**YOUR GOAL**
Restate the data below word for word, and let no image into your version.

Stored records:
═══

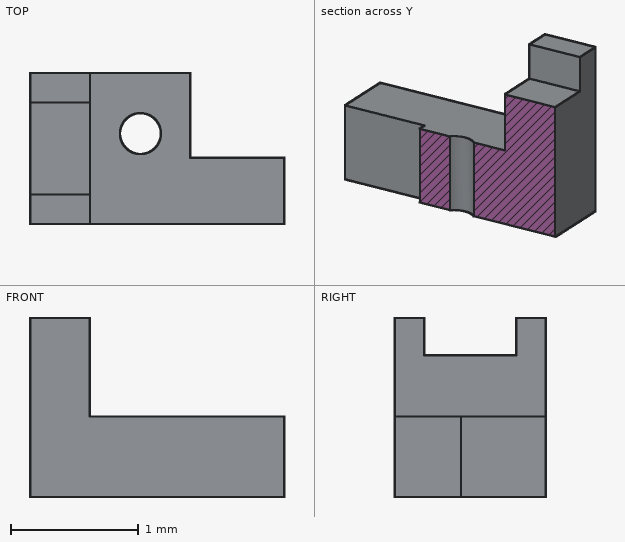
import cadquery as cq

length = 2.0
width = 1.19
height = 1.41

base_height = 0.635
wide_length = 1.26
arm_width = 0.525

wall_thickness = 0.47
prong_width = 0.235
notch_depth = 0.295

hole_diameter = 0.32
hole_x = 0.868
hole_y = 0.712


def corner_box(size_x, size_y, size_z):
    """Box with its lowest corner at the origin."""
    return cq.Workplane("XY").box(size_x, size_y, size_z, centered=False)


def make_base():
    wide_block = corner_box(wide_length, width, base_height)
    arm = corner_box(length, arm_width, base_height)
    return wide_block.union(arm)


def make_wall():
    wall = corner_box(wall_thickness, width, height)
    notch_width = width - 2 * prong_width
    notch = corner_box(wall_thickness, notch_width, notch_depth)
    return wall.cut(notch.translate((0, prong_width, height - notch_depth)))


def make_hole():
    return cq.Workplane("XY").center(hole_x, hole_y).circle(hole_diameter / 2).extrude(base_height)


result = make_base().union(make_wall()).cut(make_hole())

═══

**TASK RESULT**
import cadquery as cq

length = 2.0
width = 1.19
height = 1.41

base_height = 0.635
wide_length = 1.26
arm_width = 0.525

wall_thickness = 0.47
prong_width = 0.235
notch_depth = 0.295

hole_diameter = 0.32
hole_x = 0.868
hole_y = 0.712


def corner_box(size_x, size_y, size_z):
    """Box with its lowest corner at the origin."""
    return cq.Workplane("XY").box(size_x, size_y, size_z, centered=False)


def make_base():
    wide_block = corner_box(wide_length, width, base_height)
    arm = corner_box(length, arm_width, base_height)
    return wide_block.union(arm)


def make_wall():
    wall = corner_box(wall_thickness, width, height)
    notch_width = width - 2 * prong_width
    notch = corner_box(wall_thickness, notch_width, notch_depth)
    return wall.cut(notch.translate((0, prong_width, height - notch_depth)))


def make_hole():
    return cq.Workplane("XY").center(hole_x, hole_y).circle(hole_diameter / 2).extrude(base_height)


result = make_base().union(make_wall()).cut(make_hole())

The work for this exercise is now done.